Table of Contents Greasemonkey userscript

So I threw together this userscript (where "threw together" equals shamelessly stolen from another, more comprehensive userscript), but tbh I haven't got a real clue of HTML.

What I'd like to add to this script is an additional TOC entry for a #top hook, ideally so that this new link becomes the first "section" link in the TOC. Could anyone please clue me in on how to go about this? --213.196.192.243 (talk) 17:29, 6 January 2012 (UTC)[reply]

January 7

Is redstone Turing complete?

I heard someone claim that redstone circuitry in Minecraft is actually Turing complete. Unfortunately, I don't know enough about Turing completeness (or, indeed, redstone) to actually verify this. Could someone more knowledgeable than I confirm/deny this? Thanks! 24.247.162.139 (talk) 01:21, 7 January 2012 (UTC)[reply]

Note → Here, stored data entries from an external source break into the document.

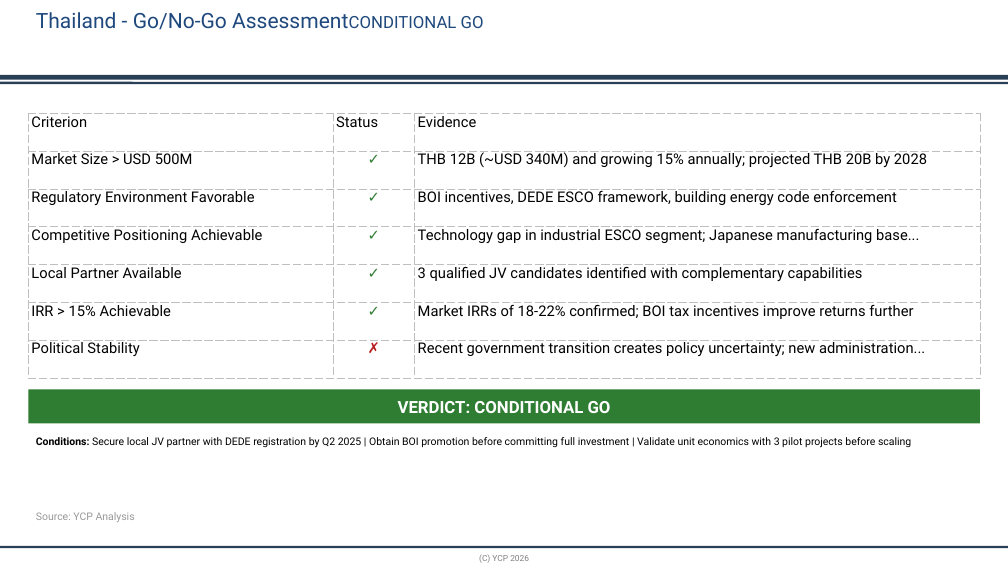
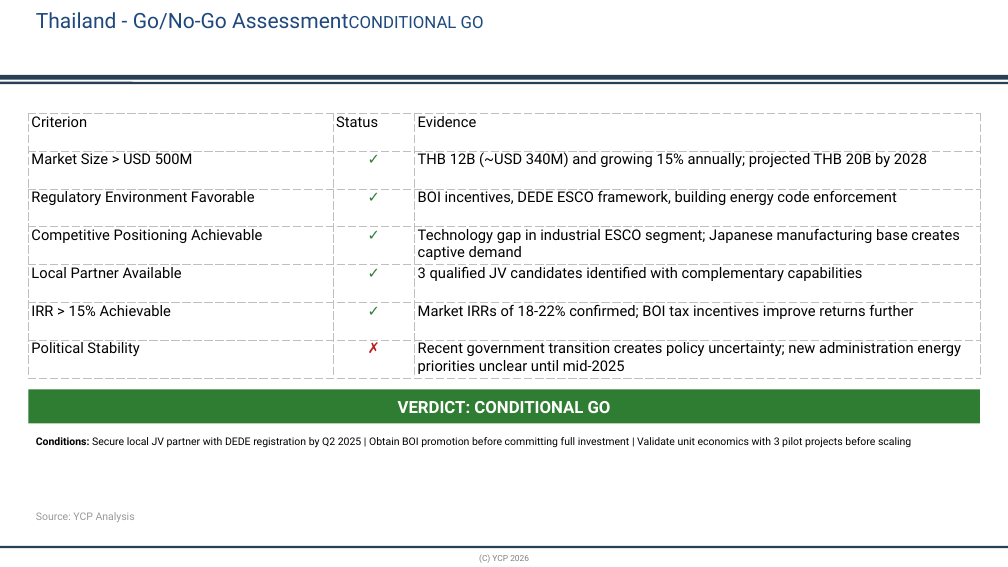
Before and after one commit to xvasjack/xvasjack.github.io, a slide deck: slide 29 of backend/market-research/test-output.pptx. Drawn at 1008x567 pixels with LibreOffice and Linux fonts; fonts in the diff are those of the drawing; background and template pictures are left out. Boxes give left, top, right and bottom in pixels: in the first picture for what was removed or moved away, otherwise in the second. Text is boxed around its words. In the diff, an @@ line names an element or a change of style, - is before the commit and + after.

```diff
--- a/backend/market-research/test-output.pptx
+++ b/backend/market-research/test-output.pptx
@@ table at bbox=[29, 113, 982, 378] @@
-row 4, column 3: Technology gap in industrial ESCO segment; Japanese manufacturing base...
+row 4, column 3: Technology gap in industrial ESCO segment; Japanese manufacturing base creates captive demand
-row 7, column 3: Recent government transition creates policy uncertainty; new administration...
+row 7, column 3: Recent government transition creates policy uncertainty; new administration energy priorities unclear until mid-2025
```
Also in this commit, not shown: 13 other slides changed, 3 other files.

I have seen some pretty clever uses of redstone circuitry in Minecraft — adders, RAM, GPUs, etc. I haven't seen anything that would make me think you couldn't make a Turing complete computer using just redstone circuitry, except for physical limitations — there are limits as to how long the circuitry can travel, if I remember (e.g. one chunk or something like that) and still remain in Minecraft's awareness (which puts an upper limit on processor size, memory possibilities, etc.). If you can't theoretically expand it infinitely, then it's not technically Turing complete, I don't believe. But I think that's the only real limitation. --Mr.98 (talk) 01:39, 7 January 2012 (UTC)[reply]
If you can make a NAND gate (or a NOR gate, or NOT and AND or OR, or...), you can make anything. Since you can propagate signals indefinitely in Minecraft with redstone repeaters, Redstone is Turing complete. In fact (if I remember correctly, which is dodgy, since it's not my specialty), in the real world, pretty much everything is made of NAND gates, because they're the natural thing to make with transistors (with the exception of DRAM, which uses capacitors). Paul (Stansifer) 02:05, 7 January 2012 (UTC)[reply]
Yes (at least at a logical level) that's true - one can build a whole CPU from False and NAND (NAND logic), False and NOR (NOR logic) or just implies by itself (implies logic). This great article shows a bunch of logic gates build in CMOS transistors, with the non-elementary gates shown as the composite of elementary ones. In practice I'm not sure designers (tricksy fellows that they are) don't find clever ways to build more complex functions from transistors that don't decompose so obviously into NAND or NOR logic; Wikipedia's own coverage of the implementation of logic gates and higher digital functions is patchy at best. -- Finlay McWalterTalk 12:38, 7 January 2012 (UTC)[reply]
Start reading here. Von Restorff (talk) 02:29, 7 January 2012 (UTC)[reply]
Redstone (with a few other kinds of Minecraft blocks, particularly switches) can be used to construct the full suite of logic gates (see redstone circuits-logic gates on the Minecraft wiki) - as that includes a NAND and NOR you can build either NAND logic or NOR logic (and as there's an implies gate, implies-logic, my fave) to build anything you want. This guy built an 8-bit CPU (I think following the programme of TECS). So, to answer your question: redstone with switches is Turing complete; I don't think redstone by itself can do anything interesting. -- Finlay McWalterTalk 12:28, 7 January 2012 (UTC)[reply]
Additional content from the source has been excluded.